Mika Kaurismäki finishes shooting Master Cheng in Finland
by Marta Bałaga
- The noted Finnish filmmaker follows up his historical drama The Girl King with a gentle story about a Chinese chef coming to Lapland, which will wrap after an additional shoot in China
Master Cheng, one of the first Finnish-Chinese co-productions, has wrapped filming in Lapland, including in the town of Sodankylä, where in 1986 Mika Kaurismäki co-founded the legendary Midnight Sun Film Festival alongside his brother Aki.
“Our screenwriter, Hannu Oravisto, had quite a different story in mind, but the basic idea was to make a film about Chinese people coming to Finland. When I read it, I decided it needed to be Lapland,” the director explains to Cineuropa. “It’s a great place for two cultures to meet, precisely because it’s so isolated. There, when you meet people, you really need to face them.”
Aided by his regular actors Kari Väänänen and Vesa-Matti Loiri in the supporting roles, as well as Anna-Maija Tuokko in the lead, Kaurismäki tells the story of a restaurant owner (played by award-winning stage actor Chu Pak-hong) travelling with his young son to a remote village in Finland to visit a friend, following a personal tragedy. But instead of focusing on negativity and culture clashes, the Finnish director decided to, as he puts it, “show globalisation in a positive way”.
“Sure, there are some comic situations stemming from all of the cultural misunderstandings, but that’s not the main point. I have been going to Lapland for many years, and last Christmas, we went to a really remote spot. It was full of Chinese people. People are not afraid of America or Trump, but they are afraid of China, which is the biggest powerhouse in the world right now. I am trying to show that we should all learn how to live together.”
Aimed at the fast-growing Chinese market, Master Cheng – the details of which were recently unveiled at the Toronto International Film Festival – promises to reach beyond local audiences, especially thanks to its feel-good storyline. “I wouldn’t be able to make a film if I didn’t like my main characters,” says Kaurismäki. “And these ones are likeable, even though their backstory is quite harsh. Vesa and Kari live in Lapland. They fit in within the scenery, but for the Chinese people, it was quite a shock to arrive there. Still, there was this mutual understanding that developed on set, and they adapted quite quickly. Just like in the film, you know?”

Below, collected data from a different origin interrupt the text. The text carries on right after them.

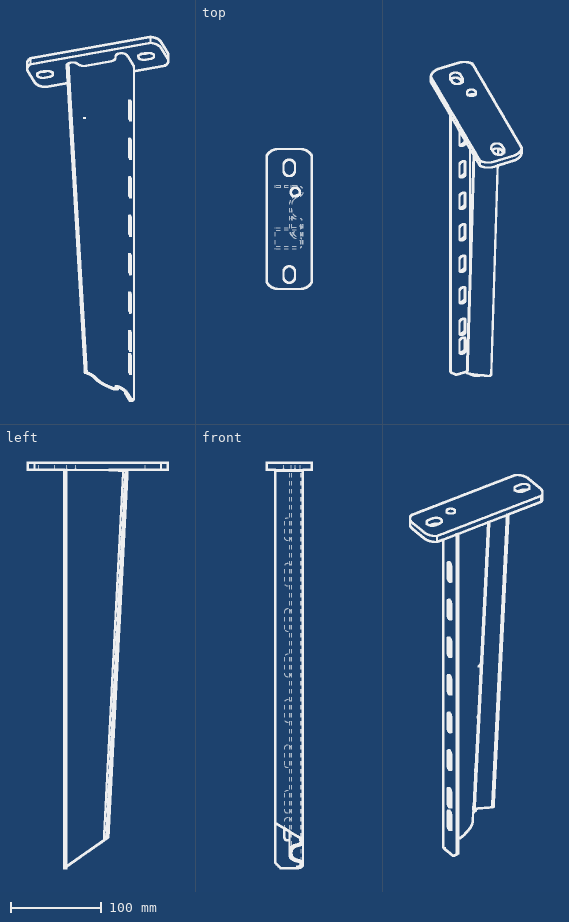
import cadquery as cq
import math

TOTAL_HEIGHT = 448.0

PLATE_WIDTH = 50.0
PLATE_LENGTH = 155.0
PLATE_THICKNESS = 8.0
PLATE_END_RADIUS = 15.2
PLATE_END_FLAT = 23.7
MOUNT_SLOT_WIDTH = 12.5
MOUNT_SLOT_LENGTH = 18.0
MOUNT_SLOT_BACK_Y = 56.5
MOUNT_SLOT_FRONT_Y = -61.5
DRAIN_HOLE_DIAMETER = 10.0
DRAIN_HOLE_X = 6.5
DRAIN_HOLE_Y = 29.5

SHEET = 2.5
COLUMN_LEFT_X = -15.5
COLUMN_BACK_Y = 37.0
COLUMN_TOP_DEPTH = 70.5
TAPER_ANGLE = 3.0
FLANGE_FLAT = 24.0
WIDE_BEND_RADIUS = 4.5
WIDE_BEND_ANGLE = 65.0
TIGHT_BEND_RADIUS = 3.75
RIB_RADIUS = 10.8
RIB_ANGLE = 70.0
RIB_WALL = 3.35

COLUMN_SLOT_WIDTH = 7.0
COLUMN_SLOT_LENGTH = 25.0
COLUMN_SLOT_X = -2.0
COLUMN_SLOT_PITCH = 50.0
COLUMN_SLOT_COUNT = 7
TOP_SLOT_Z = 374.5
LOWEST_SLOT_Z = 43.5

END_CUT_SLOPE = 0.7
FRONT_CUT_HEIGHT = 50.0
FRONT_CUT_ANGLE = 31.0
BACK_CORNER_CHAMFER = 6.3

COLUMN_HEIGHT = TOTAL_HEIGHT - PLATE_THICKNESS
TAPER = math.tan(math.radians(TAPER_ANGLE))


def make_plate():
    half_width = PLATE_WIDTH / 2
    half_length = PLATE_LENGTH / 2
    half_flat = PLATE_END_FLAT / 2
    corner_x = half_width - half_flat

    def corner_drop(distance):
        return PLATE_END_RADIUS - math.sqrt(PLATE_END_RADIUS**2 - distance**2)

    side_y = half_length - corner_drop(corner_x)
    middle_x = half_flat + corner_x / 2
    middle_y = half_length - corner_drop(corner_x / 2)
    plate = (
        cq.Workplane("XY", origin=(0, 0, COLUMN_HEIGHT))
        .moveTo(half_flat, half_length)
        .threePointArc((middle_x, middle_y), (half_width, side_y))
        .lineTo(half_width, -side_y)
        .threePointArc((middle_x, -middle_y), (half_flat, -half_length))
        .lineTo(-half_flat, -half_length)
        .threePointArc((-middle_x, -middle_y), (-half_width, -side_y))
        .lineTo(-half_width, side_y)
        .threePointArc((-middle_x, middle_y), (-half_flat, half_length))
        .close()
        .extrude(PLATE_THICKNESS)
    )
    slots = (
        cq.Workplane("XY", origin=(0, 0, COLUMN_HEIGHT))
        .pushPoints([(0, MOUNT_SLOT_BACK_Y), (0, MOUNT_SLOT_FRONT_Y)])
        .slot2D(MOUNT_SLOT_LENGTH, MOUNT_SLOT_WIDTH, 90)
        .extrude(PLATE_THICKNESS)
    )
    hole = (
        cq.Workplane("XY", origin=(DRAIN_HOLE_X, DRAIN_HOLE_Y, COLUMN_HEIGHT))
        .circle(DRAIN_HOLE_DIAMETER / 2)
        .extrude(PLATE_THICKNESS)
    )
    return plate.cut(slots).cut(hole)


def half_side(offset):
    """Edges of one side of half a section, from the flange's free edge to the end of the rib.

    `offset` is the distance inward from the outer face of the sheet. Each entry is
    (middle point, end point), with no middle point for a straight stretch; the first entry is the
    start. X is the column's X, and Y falls from 0 at the outer face of the flange.
    """
    wide_bend = WIDE_BEND_RADIUS + SHEET - offset
    tight_bend = TIGHT_BEND_RADIUS + SHEET - offset
    rib = RIB_RADIUS - SHEET + offset
    steps = [
        (None, FLANGE_FLAT),
        (-wide_bend, WIDE_BEND_ANGLE),
        (-tight_bend, 90 + RIB_ANGLE - WIDE_BEND_ANGLE),
        (None, RIB_WALL),
        (rib, RIB_ANGLE),
    ]
    x = COLUMN_LEFT_X
    y = -offset
    heading = 0.0
    edges = [(None, (x, y))]
    for radius, amount in steps:
        middle_point = None
        if radius is None:
            x += amount * math.cos(heading)
            y += amount * math.sin(heading)
        else:
            centre_x = x - radius * math.sin(heading)
            centre_y = y + radius * math.cos(heading)
            turn = math.copysign(math.radians(amount), radius)
            middle = heading + turn / 2
            heading += turn
            middle_point = (centre_x + radius * math.sin(middle), centre_y - radius * math.cos(middle))
            x = centre_x + radius * math.sin(heading)
            y = centre_y - radius * math.cos(heading)
        edges.append((middle_point, (x, y)))
    return edges


def column_depth(z):
    """Outside depth of the tapered column at height z."""
    return COLUMN_TOP_DEPTH - TAPER * (COLUMN_HEIGHT - z)


def section_wire(z):
    """Closed outline of the channel at height z."""
    depth = column_depth(z)

    def back(point):
        return cq.Vector(point[0], COLUMN_BACK_Y + point[1], z)

    def front(point):
        return cq.Vector(point[0], COLUMN_BACK_Y - depth - point[1], z)

    def trace(edges, place):
        made = []
        for (_, start), (middle, end) in zip(edges, edges[1:]):
            if middle is None:
                made.append(cq.Edge.makeLine(place(start), place(end)))
            else:
                made.append(cq.Edge.makeThreePointArc(place(start), place(middle), place(end)))
        return made

    edges = []
    for offset in (0, SHEET):
        half = half_side(offset)
        edges += trace(half, back)
        edges.append(cq.Edge.makeLine(back(half[-1][1]), front(half[-1][1])))
        edges += trace(half, front)
    outer_start = half_side(0)[0][1]
    inner_start = half_side(SHEET)[0][1]
    for place in (back, front):
        edges.append(cq.Edge.makeLine(place(outer_start), place(inner_start)))
    return cq.Wire.assembleEdges(edges)


def make_slots():
    """Row of evenly spaced slots in the back flange, plus one more close to the lower end."""
    heights = [TOP_SLOT_Z - COLUMN_SLOT_PITCH * i for i in range(COLUMN_SLOT_COUNT)]
    heights.append(LOWEST_SLOT_Z)
    return (
        cq.Workplane("XZ", origin=(COLUMN_SLOT_X, COLUMN_BACK_Y, 0))
        .pushPoints([(0, z) for z in heights])
        .slot2D(COLUMN_SLOT_LENGTH, COLUMN_SLOT_WIDTH, 90)
        .extrude(SHEET)
    )


def make_end_cut():
    """Wedge that slopes the lower end up toward the front, sparing the flat of the back flange."""
    reach = 2 * COLUMN_TOP_DEPTH
    wedge = (
        cq.Workplane("YZ", origin=(-reach / 2, COLUMN_BACK_Y, 0))
        .polyline([(0, 0), (-reach, reach * END_CUT_SLOPE), (-reach, 0)])
        .close()
        .extrude(reach)
    )
    flange = (
        cq.Workplane("XY", origin=(COLUMN_LEFT_X, COLUMN_BACK_Y - SHEET, 0))
        .rect(FLANGE_FLAT, SHEET, centered=False)
        .extrude(COLUMN_HEIGHT)
    )
    return wedge.cut(flange)


def make_top_cut():
    """Thin wedge that leaves the tilted front fold's upper end square to its tilt."""
    front_y = COLUMN_BACK_Y - COLUMN_TOP_DEPTH
    rib_depth = -half_side(SHEET)[-1][1][1]
    return (
        cq.Workplane("YZ", origin=(-COLUMN_TOP_DEPTH / 2, front_y, COLUMN_HEIGHT))
        .polyline([(rib_depth, 0), (-SHEET, 0), (-SHEET, -(rib_depth + SHEET) * TAPER)])
        .close()
        .extrude(COLUMN_TOP_DEPTH)
    )


def make_front_cut():
    """Wedge under the front flange, rising toward its free edge."""
    run = FRONT_CUT_HEIGHT / math.tan(math.radians(FRONT_CUT_ANGLE))
    back_y = COLUMN_BACK_Y - column_depth(FRONT_CUT_HEIGHT) + 2 * SHEET
    return (
        cq.Workplane("XZ", origin=(COLUMN_LEFT_X, back_y, 0))
        .polyline([(0, 0), (0, FRONT_CUT_HEIGHT), (run, 0)])
        .close()
        .extrude(COLUMN_TOP_DEPTH)
    )


def make_corner_cut():
    """Triangle that chamfers the lower free corner of the back flange."""
    return (
        cq.Workplane("XZ", origin=(COLUMN_LEFT_X, COLUMN_BACK_Y, 0))
        .polyline([(0, 0), (BACK_CORNER_CHAMFER, 0), (0, BACK_CORNER_CHAMFER)])
        .close()
        .extrude(SHEET)
    )


def make_column():
    channel = cq.Workplane(cq.Solid.makeLoft([section_wire(0), section_wire(COLUMN_HEIGHT)], True))
    for cutter in (make_slots(), make_end_cut(), make_top_cut(), make_front_cut(), make_corner_cut()):
        channel = channel.cut(cutter)
    return channel


plate = make_plate()
column = make_column()
result = cq.Compound.makeCompound([plate.val(), column.val()])

Produced by Marianna Films in cooperation with China’s QianJi Culture Co Ltd Hangzhou, with the help of the Lapland Communications and Marketing Office and the Lapland Film Commission, Master Cheng is being distributed by SF Studios and will reach local theatres in 2019. The international sales are being handled by The Yellow Affair, while the Finnish TV rights have been bought by YLE. The movie is being supported by the Finnish Film Foundation and the Nordisk Film & TV Fond.